怎的施展神火的能人突然被神火烧了嘴巴?
而且这狼狈跳脚怪叫的样子,实在无法让人信服,于是一个个都面露质疑之色。
且渠伯德目光锐利如鹰,早已看穿了其中的端倪。
他上前一步,指着汉子扔到地上的那个陶罐,冷声道:“你口中喷的并非什么神火,不过是草原上罕见的火油,混着硫磺研磨而成的伎俩。
这般雕虫小技,也敢在大单于面前妄称能引火驱雷?
平常骗骗草原上的子民也就罢了,如今匈奴生死存亡之际,你也敢骗到大单于的头上来?
简直是不知天高地厚!”
汉子脸色骤变,瞬间变得惨白如纸,慌忙摆着手辩解,却因嘴巴烫坏语无伦次,前言不搭后语,眼神躲闪,再也没有了方才的倨傲。
挛鞮头曼眼中的希冀瞬间化为熊熊怒火,他猛地一拍王座扶手,厉声喝道:“废物!竟敢欺瞒本单于,拿这种小伎俩蒙混过关!拖出去,宰了!”
两名身着玄甲的亲卫立刻上前,一把架起瘫软如泥的汉子,拖拽着向外走去,汉子的哀嚎声渐渐远去,最终消失在帐外。
帐内的气氛再次变得凝重起来,连火焰燃烧的噼啪声,都显得格外刺耳。
“第二位!”
速律再次开口,语气中多了几分严厉,目光扫过剩下的异士,带着明显的警告之意。
一名身着鞣制兽皮长袍、头戴鹰羽毡帽的巫师缓步走出。
他面色苍白得没有一丝血色,眼神阴鸷,仿佛常年不见阳光,腰间挂着一串打磨光滑的兽骨串,行走时发出“哗啦哗啦”的轻响,手中捧着一叠鞣制的兽皮符篆。
符篆上用漆黑的兽血画着诡异的草原图腾,纹路扭曲,透着一股诡异的气息。
手中还握着一根雕刻着狼头的兽骨杖,杖身光滑,显然被常年摩挲。
他对着挛鞮头曼躬身行礼,声音沙哑而低沉:“大单于,小人能以兽骨符召雷,只需一道兽皮雷符,便能破解秦军的雷霆之术,还能反制于他们,为我匈奴将士报仇雪恨!”
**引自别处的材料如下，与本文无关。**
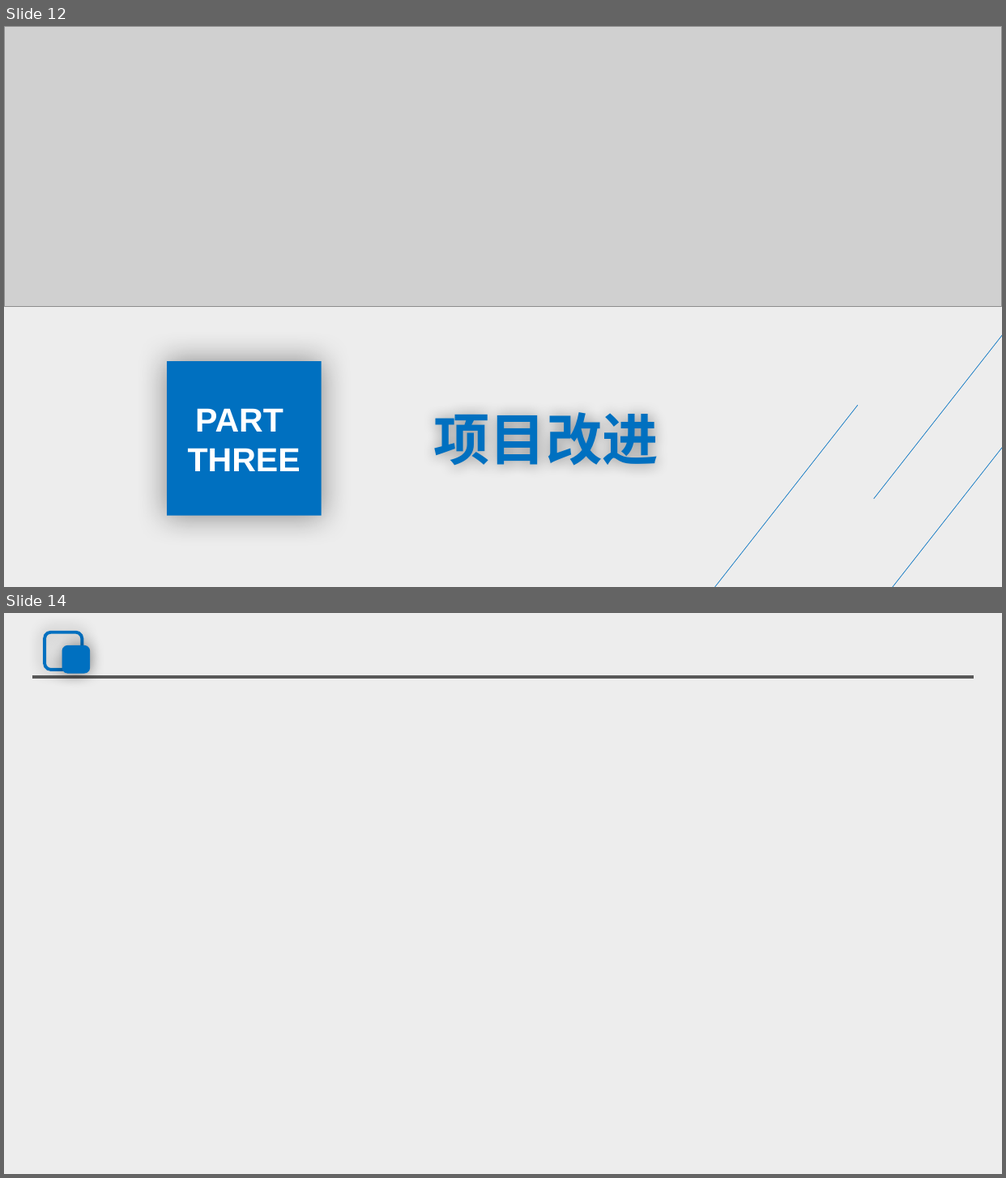
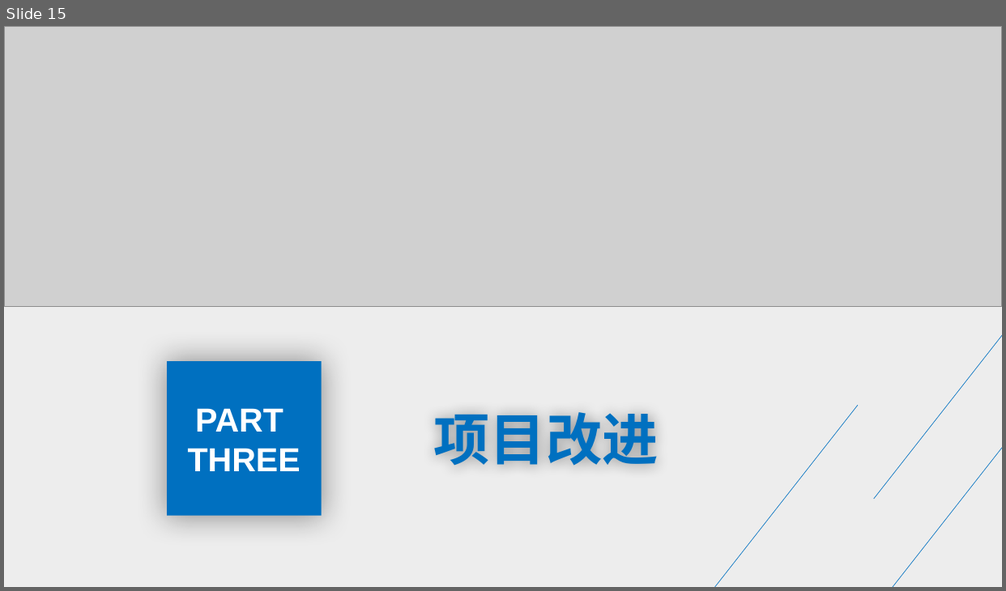
Before and after one commit to group21-sudo/practice_project, a slide deck: 座位检测预约系统_系统设计和数据库设计答辩.pptx. Shown one above the other, each under a label of ours: slides 12 and 14 before the commit, slide 15 after it; the slides between them are not shown. The pictures are 1006x1178 and 1006x591 pixels, drawn with LibreOffice and Linux fonts; fonts in the diff are those of the drawing; grey boxes stand for pictures. Boxes give left, top, right and bottom in pixels: in the first picture for what was removed or moved away, otherwise in the second. Text is boxed around its words. In the diff, an @@ line names an element or a change of style, - is before the commit and + after.

```diff
--- a/座位检测预约系统_系统设计和数据库设计答辩.pptx
+++ b/座位检测预约系统_系统设计和数据库设计答辩.pptx
@@ slide 14 removed at (x1=4, y1=613, x2=1002, y2=1174), background #FFFFFF; not listed: 1 template element that a slide beside it also shows @@
@@ rounded rectangle removed at (x1=44, y1=632, x2=82, y2=670) @@
@@ rounded rectangle removed at (x1=64, y1=647, x2=88, y2=671) @@
@@ line removed from (32, 677) to (974, 677) @@
@@ what was slide 12 is now slide 15 @@
```
Also in this commit, not shown: 10 slides changed, 14 slides added, 7 other slides removed, 1 other file.

说罢,他拿起兽骨杖,蘸着兽血与朱砂混合的暗红色汁液,快速在兽皮符上勾勒出复杂的图腾,口中吟唱着晦涩难懂的草原巫语,神色愈发肃穆,周身透着一股令人心悸的诡异气息。
众人摒息凝神,目光紧紧盯着他手中的兽皮符篆,连大气都不敢喘。
巫祝令也微微抬头,眼中闪过一丝期待。
同为与天地沟通的通神之人,他隐约觉得这巫师或许真有几分本事,说不定能解匈奴的燃眉之急。
片刻后,巫师画完符篆,将兽皮符高高举过头顶,对着帐顶高声吟唱巫语,尾声猛地大喝一声:“腾格里在上,引雷降世,诛灭邪祟,护我草原!”
可话音落下,帐内依旧一片平静,没有丝毫雷声响起,甚至连一丝风都没有,那道兽皮符上的兽血图腾,甚至连一丝灼热感都没有,依旧是一张普通的鞣制兽皮,毫无异常。
巫师脸色一变,再次高举兽皮,狠狠发力跺脚,口中发出古怪呜咽之声,只见那兽皮符上的兽血图腾突然闪亮了一瞬间,隐约似有一道微弱雷弧闪过,在兽皮上冒起一丝焦灼的黑烟。
但也仅限于此了。
若是不细看,甚至没有人能够看到发生了什么。
巫师脸色大变,心说这和平常施展不太一样啊,今天怎会不灵?
相邦屠耆忍不住嗤笑一声,语气中满是嘲讽:“荒谬!这般兽皮鬼画符也敢称作召雷之术?
我看你不过是个招摇撞骗的骗子!
草原腾格里若真能被你这般轻易召唤,秦军的雷霆怎会伤我十二万精锐将士,怎会让我匈奴陷入如此绝境?”
巫师脸色惨白,浑身剧烈颤斗,握着兽骨杖的手不停哆嗦,兽骨杖险些掉落在地。